So on to ambience… What makes us feel good! What effect is right for the situation. Cool white light then might be right for certain effects but not others… Office lighting for example, or where neutral or bluish tones have been used in colour scheme. But in lighting up that raw red brick feature wall in the living room, cool white light wont do much to bring out the warm tones in the brick, and likewise with timbers – they will look (if you can pardon the term) crap!

In a previous article i have mentioned the difference between cool and warm white – essentially the relative proportion of red and blue light in the white light beam. There is more to it than just that, and i suggest you have a look at the blog about colour rendition.

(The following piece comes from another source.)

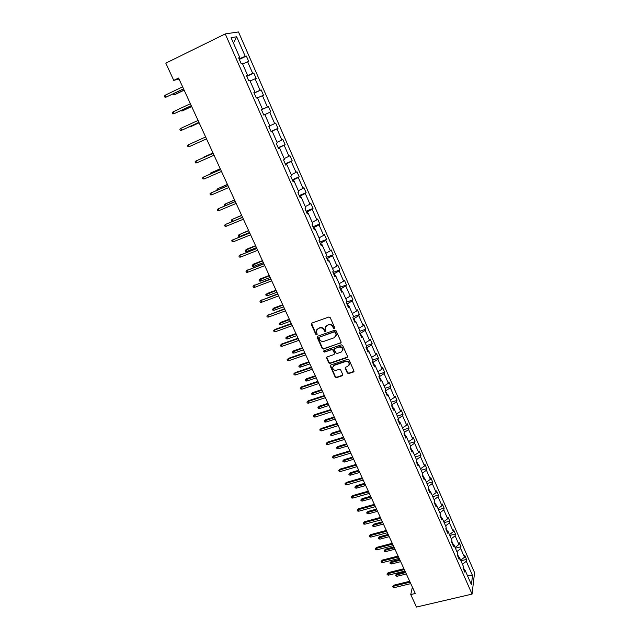 <?xml version="1.0" encoding="UTF-8"?>
<svg xmlns="http://www.w3.org/2000/svg" width="639" height="639" viewBox="0 0 639 639"><rect width="100%" height="100%" fill="white"/><g stroke="black" fill="none" stroke-linecap="round" stroke-linejoin="round"><path stroke-width="0.96" d="M334.341 328.582L334.716 327.687L330.219 317.623L328.837 317.016L311.8 323.11L311.281 324.388L315.802 334.357L316.76 334.78L317.184 334.221L316.249 331.106L318.19 328.534L319.604 328.039C321.513 327.567 322.975 328.214 323.981 329.98L324.564 331.266L325.515 331.697L325.946 331.122L325.019 328.055L326.976 325.419L328.406 324.916C330.331 324.444 331.793 325.091 332.799 326.864L333.382 328.158L334.341 328.582M325.594 326.425L328.63 324.556C330.555 324.085 332.024 324.732 333.023 326.497L333.606 327.791L334.764 328.111M311.497 323.286L316.041 333.989L317.168 334.325M316.84 329.5L319.835 327.671C321.752 327.208 323.206 327.855 324.213 329.612L324.796 330.898L325.93 331.226M347.296 373L348.654 373.607L353.423 372.018L354.046 371.187L349.094 359.893L347.736 359.286L330.778 365.021L330.171 365.82L335.156 377.042L336.497 377.649L342.208 375.748L342.736 374.518L340.651 369.893L339.301 369.294L336.457 370.245C334.245 370.564 332.959 369.638 332.615 367.489L334.245 365.332L345.403 361.562C347.608 361.235 348.894 362.137 349.269 364.27L347.616 366.506L345.747 367.129L345.132 367.952L347.296 373L347.504 372.593L348.862 373.2L354.03 371.347M225.248 33.915L165.813 63.149L173.752 80.378L178.585 78.046L415.294 593.487L410.741 594.574L416.492 607.05L472.061 594.102L225.248 33.915L238.483 31.95L474.569 572.632L472.061 594.102M340.531 343.183L341.066 341.913L336.114 330.826L334.74 330.219L317.727 336.202L317.216 337.464L322.192 348.447L323.55 349.054L341.122 342.568M342.632 345.427L347.544 356.418L347.009 357.664L330.051 363.407L328.702 362.808L326.505 357.72L327.112 356.913L333.965 354.573L334.493 353.327L333.087 350.212L331.729 349.613L324.588 352.065L323.574 351.33L324.005 350.771L341.266 344.82L342.632 345.427M463.73 569.684L465.08 570.228L464.817 572.161L463.011 568.047L463.275 566.122L459.433 557.384L459.153 559.285L457.332 555.131L457.612 553.246L453.746 544.436L453.442 546.297L451.605 542.112L451.909 540.259L448.003 531.368L447.683 533.198L445.83 528.98L446.158 527.159L442.212 518.197L441.876 519.994L439.999 515.729L440.351 513.956L436.381 504.914L436.014 506.671L434.129 502.374L434.496 500.633L430.486 491.511L430.103 493.228L428.202 488.899L428.593 487.198L424.552 477.996L424.144 479.673L422.227 475.304L422.635 473.643L418.561 464.369L418.13 466.007L416.197 461.598L416.628 459.976L412.514 450.615L412.067 452.212L410.11 447.771L410.573 446.182L406.42 436.749L405.949 438.298L403.976 433.817L404.455 432.276L400.278 422.754L399.774 424.264L397.785 419.743L398.289 418.241L394.071 408.633L393.552 410.11L391.539 405.541L392.074 404.088L387.809 394.391L387.266 395.821L385.245 391.22L385.796 389.806L381.499 380.021L380.932 381.411L378.887 376.762L379.462 375.397L375.133 365.532L374.534 366.866L372.473 362.177L373.072 360.851L368.703 350.899L368.08 352.193L366.003 347.464L366.626 346.186L362.217 336.146L361.57 337.392L359.469 332.615L360.124 331.385L355.675 321.249L354.996 322.447L352.88 317.631L353.559 316.449L349.07 306.225L348.367 307.375L346.234 302.511L346.937 301.376L342.4 291.057L341.681 292.159L339.517 287.254L340.252 286.168L335.683 275.752L334.924 276.799L332.743 271.847L333.51 270.816L328.893 260.305L328.111 261.303L325.914 256.303L326.705 255.32L322.04 244.713L321.233 245.664L319.013 240.615L319.835 239.689L315.131 228.978L314.284 229.872L312.048 224.784L312.894 223.906L308.15 213.099L307.279 213.937L305.019 208.793L305.897 207.979L301.105 197.068L300.202 197.85L297.918 192.658L298.828 191.9L293.996 180.885L293.061 181.612L290.761 176.372L291.696 175.669L286.815 164.55L285.849 165.213L283.524 159.926L284.499 159.279L279.57 148.056L278.572 148.663L276.224 143.328L277.23 142.737L272.254 131.402L271.224 131.953L268.851 126.562L269.89 126.035L264.865 114.597L263.803 115.084L261.407 109.644L262.477 109.173L257.405 97.623L256.311 98.047L253.891 92.551L255.001 92.144L249.873 80.482L248.747 80.841L246.303 75.298L247.445 74.955L242.269 63.181L241.103 63.477L238.643 57.869L239.817 57.598L231.07 37.693L236.678 36.774L245.24 56.328L246.366 56.064L248.755 61.536L247.636 61.815L252.709 73.389L253.795 73.062L256.167 78.477L255.081 78.821L260.097 90.283L261.159 89.891L263.508 95.259L262.453 95.666L267.429 107.017L268.452 106.569L270.776 111.881L269.762 112.344L274.682 123.591L275.681 123.087L277.981 128.351L276.991 128.87L281.871 140.013L282.837 139.446L285.114 144.662L284.163 145.245L288.996 156.283L289.922 155.66L292.183 160.82L291.264 161.467L296.049 172.402L296.951 171.723L299.188 176.835L298.293 177.53L303.038 188.369L303.908 187.634L306.129 192.706L305.266 193.449L309.963 204.184L310.81 203.402L313.006 208.426L312.167 209.225L316.824 219.864L317.639 219.025L319.819 224.001L319.013 224.856L323.622 235.392L324.412 234.505L326.569 239.433L325.786 240.344L330.363 250.784L331.122 249.841L333.254 254.729L332.504 255.688L337.041 266.04L337.767 265.041L339.884 269.89L339.165 270.896L343.654 281.152L344.357 280.114L346.458 284.914L345.763 285.968L350.212 296.129L350.891 295.042L352.968 299.803L352.297 300.905L356.706 310.977L357.361 309.843L359.422 314.556L358.783 315.706L363.152 325.69L363.775 324.508L365.82 329.181L365.204 330.379L369.534 340.275L370.133 339.045L372.162 343.678L371.571 344.924L375.86 354.725L376.443 353.455L378.448 358.048L377.881 359.334L382.13 369.054L382.689 367.737L384.678 372.289L384.135 373.623L388.352 383.256L388.879 381.898L390.852 386.411L390.333 387.785L394.511 397.338L395.022 395.94L396.979 400.413L396.476 401.827L400.621 411.3L401.108 409.855L403.049 414.288L402.57 415.741L406.684 425.135L407.147 423.649L409.064 428.05L408.609 429.544L412.69 438.857L413.129 437.332L415.031 441.693L414.599 443.226L418.641 452.452L419.056 450.894L420.949 455.216L420.542 456.789L424.544 465.943L424.943 464.337L426.812 468.627L426.429 470.24L430.398 479.314L430.774 477.676L432.635 481.926L432.26 483.571L436.197 492.573L436.557 490.896L438.402 495.113L438.05 496.799L441.956 505.721L442.292 504.003L444.121 508.189L443.793 509.906L447.667 518.756L447.979 517.007L449.792 521.152L449.481 522.91L453.323 531.688L453.618 529.899L455.415 534.012L455.128 535.809L458.938 544.508L459.209 542.687L460.991 546.768L460.727 548.597L464.505 557.224L464.761 555.371L466.526 559.413L466.278 561.274L472.517 575.539L471.422 584.669L465.08 570.228M458.794 557.136L457.476 554.149M460.679 560.211L464.505 557.224M456.885 551.577L460.727 548.597M458.091 556.865L459.433 557.384M453.107 544.196L451.765 541.145M455.08 547.479L458.938 544.508M451.254 538.765L455.128 535.809M452.404 543.941L453.746 544.436M447.372 531.145L445.998 528.03M449.441 534.643L453.323 531.688M445.583 525.857L449.481 522.91M446.677 530.905L448.003 531.368M441.581 517.989L440.183 514.802M443.754 521.696L447.667 518.756M439.856 512.837L443.793 509.906M440.894 517.758L442.212 518.197M435.75 504.714L434.32 501.463M438.011 508.636L441.956 505.721M434.089 499.706L438.05 496.799M435.063 504.498L436.381 504.914M429.863 491.327L428.402 488.012M432.228 495.473L436.197 492.573M428.266 486.463L432.26 483.571M429.184 491.127L430.486 491.511M423.929 477.828L422.443 474.442M426.397 482.189L430.398 479.314M422.403 473.108L426.429 470.24M423.25 477.637L424.552 477.996M417.938 464.21L416.42 460.751M420.51 468.802L424.544 465.943M416.484 459.633L420.542 456.789M417.267 464.034L418.561 464.369M411.899 450.471L410.35 446.941M414.575 455.295L418.641 452.452M410.51 446.046L414.599 443.226M411.228 450.311L412.514 450.615M405.813 436.613L404.231 433.01M408.585 441.669L412.69 438.857M404.423 432.395L408.609 429.544M405.142 436.469L406.42 436.749M399.663 422.635L398.049 418.96M402.546 427.93L406.684 425.135M398.129 418.713L402.57 415.741M399.008 422.507L400.278 422.754M393.464 408.529L391.779 404.894M396.46 414.072L400.621 411.3M391.859 404.87L396.476 401.827M392.809 408.417L394.071 408.633M387.21 394.303L385.365 390.9M390.317 400.086L394.511 397.338M385.676 390.804L390.333 387.785M386.555 394.207L387.809 394.391M380.9 379.949L379.438 376.611L378.895 376.786M384.119 385.988L388.352 383.256M379.438 376.611L384.135 373.623M380.253 379.87L381.499 380.021M374.534 365.468L373.144 362.297L372.601 362.481M377.865 371.762L382.13 369.054M373.144 362.297L377.881 359.334M373.895 365.404L375.133 365.532M368.112 350.859L366.794 347.856L366.259 348.039M371.563 357.409L375.86 354.725M366.794 347.856L371.571 344.924M367.473 350.811L368.703 350.899M361.634 336.114L360.388 333.286L359.853 333.478M365.196 342.927L369.534 340.275M360.388 333.286L365.204 330.379M360.995 336.09L362.217 336.146M355.092 321.241L353.926 318.589L353.383 318.781M358.775 328.318L363.152 325.69M353.926 318.589L358.783 315.706M354.461 321.225L355.675 321.249M348.495 306.225L347.408 303.757L346.865 303.956M352.305 313.581L356.706 310.977M347.408 303.757L352.297 300.905M347.872 306.233L349.07 306.225M341.833 291.08L340.827 288.788L340.283 288.988M345.763 298.709L350.212 296.129M340.827 288.788L345.763 285.968M341.218 291.104L342.4 291.057M335.116 275.792L334.189 273.692L333.646 273.891M339.173 283.7L343.654 281.152M334.189 273.692L339.165 270.896M334.501 275.832L335.683 275.752M328.334 260.361L327.495 258.452L326.944 258.659M332.52 268.556L337.041 266.04M327.495 258.452L332.504 255.688M327.719 260.424L328.893 260.305M321.489 244.793L320.73 243.076L320.187 243.283M325.802 253.276L330.363 250.784M320.73 243.076L325.786 240.344M320.882 244.873L322.04 244.713M314.58 229.074L313.909 227.556L313.366 227.772M319.029 237.86L323.622 235.392M313.909 227.556L319.013 224.856M313.981 229.177L315.131 228.978M307.607 213.21L307.024 211.892L306.472 212.116M312.191 222.3L316.824 219.864M307.024 211.892L312.167 209.225M307.008 213.33L308.15 213.099M300.562 197.195L300.074 196.085L299.523 196.309M305.29 206.589L309.963 204.184M300.074 196.085L305.266 193.449M299.979 197.339L301.105 197.068M293.461 181.037L293.061 180.134L292.51 180.358M298.325 190.742L303.038 188.369M293.061 180.134L298.293 177.53M292.878 181.196L293.996 180.885M286.288 164.718L285.984 164.023L285.433 164.263M291.296 174.743L296.049 172.402M285.984 164.023L291.264 161.467M285.713 164.902L286.815 164.55M279.043 148.24L278.284 148.008M284.195 158.592L288.996 156.283M278.836 147.769L284.163 145.245M278.476 148.448L279.57 148.056M271.735 131.61L271.072 131.61M277.038 142.289L281.871 140.013M271.623 131.362L276.991 128.87M271.176 131.842L272.254 131.402M264.354 114.82L264.865 114.597M269.802 125.835L274.682 123.591M264.346 114.796L269.762 112.344M261.974 109.405L261.439 109.708M261.998 109.453L267.429 107.017M257.509 97.847L262.453 95.666M261.423 109.66L262.477 109.173M254.498 92.399L254.066 92.943M254.618 92.679L260.097 90.283M250.089 80.969L255.081 78.821M253.955 92.679L255.001 92.144M246.95 75.234L247.173 75.745L246.622 76.009M247.173 75.745L252.709 73.389M242.596 63.932L247.636 61.815M246.406 75.538L247.445 74.955M239.329 57.893L239.657 58.652L239.106 58.916M239.657 58.652L245.24 56.328M236.678 36.774L233.435 43.069M412.371 587.121L410.741 594.574M173.752 80.378L179.048 79.036M464.433 569.964L463.147 567.041M238.794 58.221L239.817 57.598M462.46 564.277L466.278 561.274M472.517 575.539L467.397 575.499M239.329 59.435L246.366 56.064M246.774 76.36L253.795 73.062M254.146 93.126L261.159 89.891M263.779 115.028L270.776 111.881M261.455 109.74L268.452 106.569M270.992 131.434L277.981 128.351M278.141 147.689L285.114 144.662M285.226 163.792L292.183 160.82M292.239 179.751L299.188 176.835M299.196 195.558L306.129 192.706M306.081 211.221L313.006 208.426M312.91 226.741L319.819 224.001M319.676 242.117L326.569 239.433M326.377 257.357L333.254 254.729M333.015 272.462L339.884 269.89M339.605 287.438L346.458 284.914M346.458 302.151L352.968 299.803M353.431 316.68L359.422 314.556M360.037 331.194L365.82 329.181M366.395 345.643L372.162 343.678M372.689 359.973L378.448 358.048M378.927 374.174L384.678 372.289M385.117 388.256L390.852 386.411M391.252 402.219L396.979 400.413M397.33 416.061L403.049 414.288M403.361 429.775L409.064 428.05M409.343 443.378L415.031 441.693M415.27 456.869L420.949 455.216M421.141 470.248L426.812 468.627M426.972 483.507L432.635 481.926M432.747 496.655L438.402 495.113M438.482 509.698L444.121 508.189M444.161 522.63L449.792 521.152M449.8 535.458L455.415 534.012M455.391 548.182L460.991 546.768M460.935 560.794L466.526 559.413M317.407 336.394L322.423 348.063L323.781 348.67L340.747 342.8M335.243 332.328L334.285 331.905L319.356 337.144L318.925 337.712L319.604 339.381C320.602 341.13 322.056 341.777 323.965 341.322L334.165 337.767L336.138 335.092L335.467 331.961L334.285 331.905M319.18 337.24L334.509 331.537M335.842 336.298L336.362 334.724L335.858 333.694M335.467 331.961L336.074 333.326M326.761 357.129L328.925 362.409L330.275 363.016L347.608 357.017M334.548 353.958L334.708 352.936L333.31 349.829L331.953 349.221L324.588 352.065M323.821 350.867L324.82 351.682M341.114 352.129L342.776 349.892C342.408 347.72 341.114 346.809 338.886 347.145L334.94 348.503L334.413 349.757L335.81 352.872L337.168 353.479L341.114 352.129M342.576 350.803L342.983 349.509C342.624 347.336 341.33 346.426 339.101 346.761L338.886 347.145M334.572 348.734L339.101 346.761M345.364 367.377L347.504 372.593M349.102 365.117L349.477 363.871C349.102 361.738 347.816 360.835 345.611 361.171L345.403 361.562M333.023 366.235L334.461 364.933L345.611 361.171M330.427 365.236L335.371 376.635L336.713 377.234L342.808 375.093M173.912 93.542L174.431 94.676L175.158 94.468L184.16 90.179M172.857 94.045L173.201 94.78L174.431 94.676L184.112 90.067M165.285 95.155L164.431 96.122L164.926 97.2L166.188 97.088L165.285 95.155L182.634 86.856M183.537 88.813L166.188 97.088L183.585 88.925M181.644 110.259L181.987 111.002L182.69 110.763L191.684 106.553M180.589 110.747L181.987 111.002L191.644 106.481M189.296 126.81L190.158 126.905L199.128 122.784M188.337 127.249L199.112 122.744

Some light sources provide an “empty” feel, with a starkness that feels uncomfortable. Typically this is due to a low Colour Rendition Index or CRI. Street lighting is a good way of illustrating this point, particularly the orange “sodium” lighting – much of which is being replaced by LED. Imagine you are out walking the dog before retiring for the night. You walk past a number of cars parked in the street, and if you stop to ask the question “is that a grey or a blue car” you may not be absolutely sure!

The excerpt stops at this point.